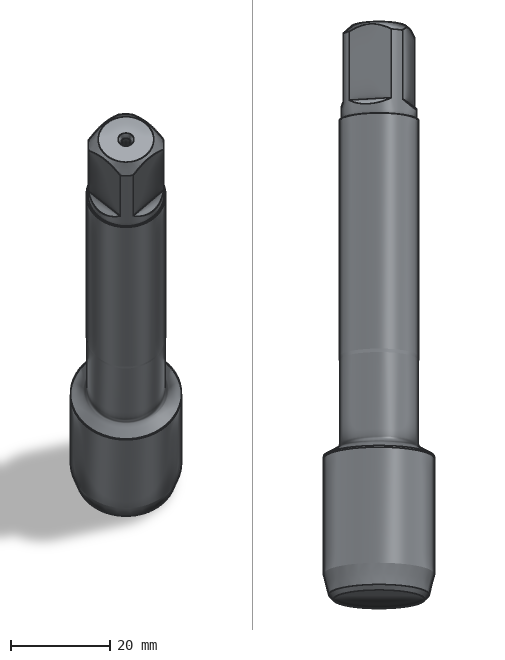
import cadquery as cq
import math

total_height = 118.0
tip_chamfer = 1.0
lead_taper_top = 5.2
sleeve_top = 29.0
shoulder_rim_top = 29.4
relief_top = 49.3
shank_bottom = 50.0
shank_top = 98.6

sleeve_diameter = 22.4
core_diameter = 20.3
relief_diameter = 15.9
shank_diameter = 16.0
neck_diameter = 15.3
top_face_diameter = 11.2

shoulder_slope = math.radians(30)
shoulder_fillet = 1.2

square_width = 12.5
top_chamfer_height = 1.9
flat_bottom = 102.0
flat_runout_drop = 1.3

centre_hole_diameter = 2.0
countersink_diameter = 3.2
centre_hole_depth = 3.5
countersink_half_angle = math.radians(30)
drill_tip_half_angle = math.radians(59)


def revolve_profile(profile):
    """Revolve a closed XZ profile once around the Z axis."""
    return profile.close().revolve(360, (0, 0, 0), (0, 1, 0))


def make_shaft_blank():
    core_radius = core_diameter / 2
    sleeve_radius = sleeve_diameter / 2
    relief_radius = relief_diameter / 2
    shank_radius = shank_diameter / 2
    neck_radius = neck_diameter / 2

    fillet_centre_x = relief_radius + shoulder_fillet
    fillet_sweep = math.pi / 2 - shoulder_slope
    fillet_end_x = fillet_centre_x - shoulder_fillet * math.cos(fillet_sweep)
    fillet_end_z = shoulder_rim_top + (sleeve_radius - fillet_end_x) * math.tan(shoulder_slope)
    fillet_top_z = fillet_end_z + shoulder_fillet * math.sin(fillet_sweep)
    fillet_middle = (
        fillet_centre_x - shoulder_fillet * math.cos(fillet_sweep / 2),
        fillet_top_z - shoulder_fillet * math.sin(fillet_sweep / 2),
    )

    profile = (
        cq.Workplane("XZ")
        .moveTo(0, 0)
        .lineTo(core_radius - tip_chamfer, 0)
        .lineTo(core_radius, tip_chamfer)
        .lineTo(core_radius, sleeve_top)
        .lineTo(sleeve_radius, sleeve_top)
        .lineTo(sleeve_radius, shoulder_rim_top)
        .lineTo(fillet_end_x, fillet_end_z)
        .threePointArc(fillet_middle, (relief_radius, fillet_top_z))
        .lineTo(relief_radius, relief_top)
        .lineTo(shank_radius, shank_bottom)
        .lineTo(shank_radius, shank_top)
        .lineTo(neck_radius, shank_top)
        .lineTo(neck_radius, total_height - top_chamfer_height)
        .lineTo(top_face_diameter / 2, total_height)
        .lineTo(0, total_height)
    )
    return revolve_profile(profile)


def make_flat_cutter():
    """Cutter for the +X flat, with a sloped run-out at its lower end."""
    flat_x = square_width / 2
    outer_x = shank_diameter / 2
    runout_slope = flat_runout_drop / (neck_diameter / 2 - flat_x)
    outer_z = flat_bottom - (outer_x - flat_x) * runout_slope
    return (
        cq.Workplane("XZ")
        .moveTo(flat_x, flat_bottom)
        .lineTo(outer_x, outer_z)
        .lineTo(outer_x, total_height)
        .lineTo(flat_x, total_height)
        .close()
        .extrude(shank_diameter / 2, both=True)
    )


def make_centre_hole():
    hole_radius = centre_hole_diameter / 2
    countersink_radius = countersink_diameter / 2
    countersink_depth = (countersink_radius - hole_radius) / math.tan(countersink_half_angle)
    drill_bottom = total_height - centre_hole_depth
    tip_depth = hole_radius / math.tan(drill_tip_half_angle)
    profile = (
        cq.Workplane("XZ")
        .moveTo(0, total_height)
        .lineTo(countersink_radius, total_height)
        .lineTo(hole_radius, total_height - countersink_depth)
        .lineTo(hole_radius, drill_bottom)
        .lineTo(0, drill_bottom - tip_depth)
    )
    return revolve_profile(profile)


def make_shaft():
    shaft = make_shaft_blank().cut(make_centre_hole())
    flat_cutter = make_flat_cutter()
    for angle in (0, 90, 180, 270):
        shaft = shaft.cut(flat_cutter.rotate((0, 0, 0), (0, 0, 1), angle))
    return shaft


def make_sleeve():
    """Sleeve around the core, tapering to the core diameter at its lower end."""
    profile = (
        cq.Workplane("XZ")
        .moveTo(core_diameter / 2, tip_chamfer)
        .lineTo(sleeve_diameter / 2, lead_taper_top)
        .lineTo(sleeve_diameter / 2, sleeve_top)
        .lineTo(core_diameter / 2, sleeve_top)
    )
    return revolve_profile(profile)


shaft = make_shaft()
sleeve = make_sleeve()

result = cq.Compound.makeCompound([shaft.val(), sleeve.val()])
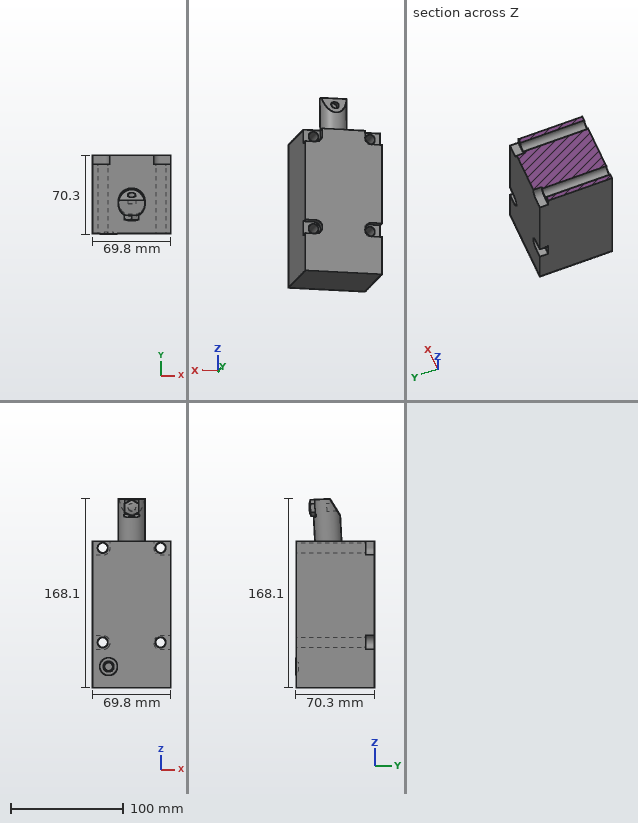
import cadquery as cq
import math

overall_height = 168.1
body_side = 69.8
body_height = 130.5
front_y = -body_side / 2
back_y = body_side / 2

hole_diameter = 8.9
hole_spacing_x = 51.5
hole_top_offset = 6.0
hole_spacing_z = 84.0
recess_radius = 6.2
recess_depth = 8.0

ring_x = -20.5
ring_z = 18.8
ring_outer_radius = 7.9
ring_inner_radius = 4.7
ring_height = 0.5
ring_floor_radius = 3.7
ring_floor_depth = 1.7

post_radius = 12.0
post_y = -6.4
post_lean = 3.0
bevel_start_height = 22.0
bevel_top_y = 3.4
lean_angle = math.radians(post_lean)
post_rise = overall_height - body_height
post_length = (post_rise - bevel_top_y * math.sin(lean_angle)) / math.cos(lean_angle)
post_root = 5.0

screw_height = 30.1
head_across_flats = 13.0
head_turn = 30.0
head_across_corners = head_across_flats / math.cos(math.pi / 6)
head_front_y = -15.5
head_dome_rise = 1.5
seat_y = -10.3
groove_height = 23.4
groove_radius = 1.43
groove_bottom_y = -9.67
bore_radius = 3.45
bore_floor_y = 0.0


def make_housing():
    body = cq.Workplane("XY").box(body_side, body_side, body_height, centered=(True, True, False))
    top_row_z = body_height - hole_top_offset
    for row_z in (top_row_z, top_row_z - hole_spacing_z):
        for side in (-1, 1):
            hole_x = side * hole_spacing_x / 2
            hole = (
                cq.Workplane("XZ", origin=(hole_x, back_y, row_z))
                .circle(hole_diameter / 2)
                .extrude(body_side)
            )
            body = body.cut(hole).cut(make_recess(hole_x, row_z, side, row_z == top_row_z))
    return body


def make_recess(hole_x, row_z, side, open_at_top):
    """Round-ended slot running out of the side wall; the top ones also run out of the top."""
    plane = cq.Workplane("XZ", origin=(hole_x, back_y, row_z))
    round_end = plane.circle(recess_radius).extrude(recess_depth)
    run_out = side * body_side / 2
    slot = plane.center(run_out / 2, 0).rect(body_side / 2, 2 * recess_radius).extrude(recess_depth)
    recess = round_end.union(slot)
    if open_at_top:
        corner = (
            plane.moveTo(-side * recess_radius, 0)
            .lineTo(run_out, 0)
            .lineTo(run_out, 2 * recess_radius)
            .lineTo(-side * recess_radius, 2 * recess_radius)
            .close()
            .extrude(recess_depth)
        )
        recess = recess.union(corner)
    return recess


def add_ring(body):
    """Rounded ring around a shallow tapered recess, revolved about the recess axis."""
    plane = cq.Workplane("XY", origin=(ring_x, front_y, ring_z))
    axis = ((0, 0, 0), (0, 1, 0))
    recess = (
        plane.lineTo(ring_inner_radius, 0)
        .lineTo(ring_floor_radius, ring_floor_depth)
        .lineTo(0, ring_floor_depth)
        .close()
        .revolve(360, *axis)
    )
    crest_radius = (ring_inner_radius + ring_outer_radius) / 2
    ring = (
        plane.moveTo(ring_inner_radius, 0)
        .threePointArc((crest_radius, -ring_height), (ring_outer_radius, 0))
        .lineTo(ring_outer_radius, ring_floor_depth)
        .lineTo(ring_floor_radius, ring_floor_depth)
        .close()
        .revolve(360, *axis)
    )
    return body.cut(recess).union(ring)


def make_post():
    post = cq.Workplane("XY").workplane(offset=-post_root).circle(post_radius).extrude(post_length + post_root)
    bevel = (
        cq.Workplane("YZ")
        .moveTo(bevel_top_y, post_length)
        .lineTo(post_radius, bevel_start_height)
        .lineTo(2 * post_radius, bevel_start_height)
        .lineTo(2 * post_radius, post_length)
        .close()
        .extrude(post_radius, both=True)
    )
    seat = cq.Workplane("XY").box(
        2 * post_radius, post_radius, post_length - groove_height, centered=(True, False, False)
    ).translate((0, seat_y - post_radius, groove_height))
    groove = (
        cq.Workplane("YZ")
        .center(groove_bottom_y - groove_radius, groove_height)
        .circle(groove_radius)
        .extrude(post_radius, both=True)
    )
    bore = (
        cq.Workplane("XZ", origin=(0, bore_floor_y, screw_height))
        .circle(bore_radius)
        .extrude(-post_radius)
    )
    return post.cut(bevel).cut(seat).cut(groove).cut(bore).union(make_screw_head())


def make_screw_head():
    """Hexagonal prism with corners up and down, faced by a spherical dome."""
    head = (
        cq.Workplane("XZ", origin=(0, seat_y, screw_height))
        .polygon(6, head_across_corners)
        .extrude(seat_y - head_front_y)
        .rotate((0, 0, screw_height), (0, 1, screw_height), head_turn)
    )
    corner_radius = head_across_corners / 2
    dome_radius = (corner_radius**2 + head_dome_rise**2) / (2 * head_dome_rise)
    dome = cq.Workplane("XY").sphere(dome_radius).translate((0, head_front_y + dome_radius, screw_height))
    return head.intersect(dome)


leaning_post = make_post().rotate((0, 0, 0), (1, 0, 0), post_lean).translate((0, post_y, body_height))
result = add_ring(make_housing()).union(leaning_post)
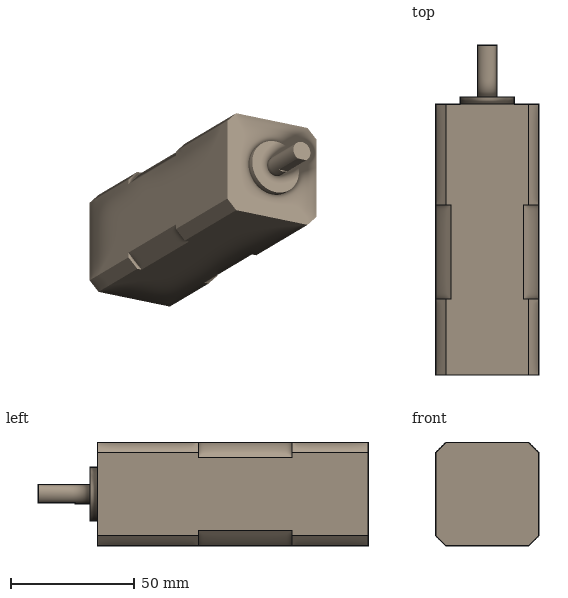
import cadquery as cq

body_width = 42.0
body_length = 110.0
end_chamfer = 4.2

waist_chamfer = 6.2
waist_front = 41.0
waist_length = 38.0

pilot_diameter = 22.0
pilot_height = 3.0
shaft_diameter = 8.0
shaft_length = 24.0
flat_length = 15.0
flat_depth = 0.5


def chamfered_bar(chamfer, front, length):
    """Square bar with chamfered long edges, running toward -Y from `front` behind the shaft face."""
    return (
        cq.Workplane("XZ", origin=(0, -front, 0))
        .rect(body_width, body_width)
        .extrude(length)
        .edges("|Y")
        .chamfer(chamfer)
    )


def round_boss(diameter, height):
    """Cylinder standing on the shaft face and pointing along +Y."""
    return cq.Workplane("XZ").circle(diameter / 2).extrude(-height)


def make_body():
    waist_back = waist_front + waist_length
    shaft_end = chamfered_bar(end_chamfer, 0, waist_front)
    waist = chamfered_bar(waist_chamfer, waist_front, waist_length)
    rear_end = chamfered_bar(end_chamfer, waist_back, body_length - waist_back)
    return shaft_end.union(waist).union(rear_end)


def make_shaft():
    flat_start = shaft_length - flat_length
    flat_cutter = (
        cq.Workplane("XY")
        .box(shaft_diameter, flat_length, flat_depth, centered=(True, False, False))
        .translate((0, flat_start, -shaft_diameter / 2))
    )
    return round_boss(shaft_diameter, shaft_length).cut(flat_cutter)


pilot = round_boss(pilot_diameter, pilot_height)
result = make_body().union(pilot).union(make_shaft())
┄┄┄┄┄┄┄┄┄┄
Your answer should be the lines above, from the line containing "relief_top = 49.3" up to and including the line containing "flat_runout_drop = 1.3", reproduced exactly and with nothing else.

relief_top = 49.3
shank_bottom = 50.0
shank_top = 98.6

sleeve_diameter = 22.4
core_diameter = 20.3
relief_diameter = 15.9
shank_diameter = 16.0
neck_diameter = 15.3
top_face_diameter = 11.2

shoulder_slope = math.radians(30)
shoulder_fillet = 1.2

square_width = 12.5
top_chamfer_height = 1.9
flat_bottom = 102.0
flat_runout_drop = 1.3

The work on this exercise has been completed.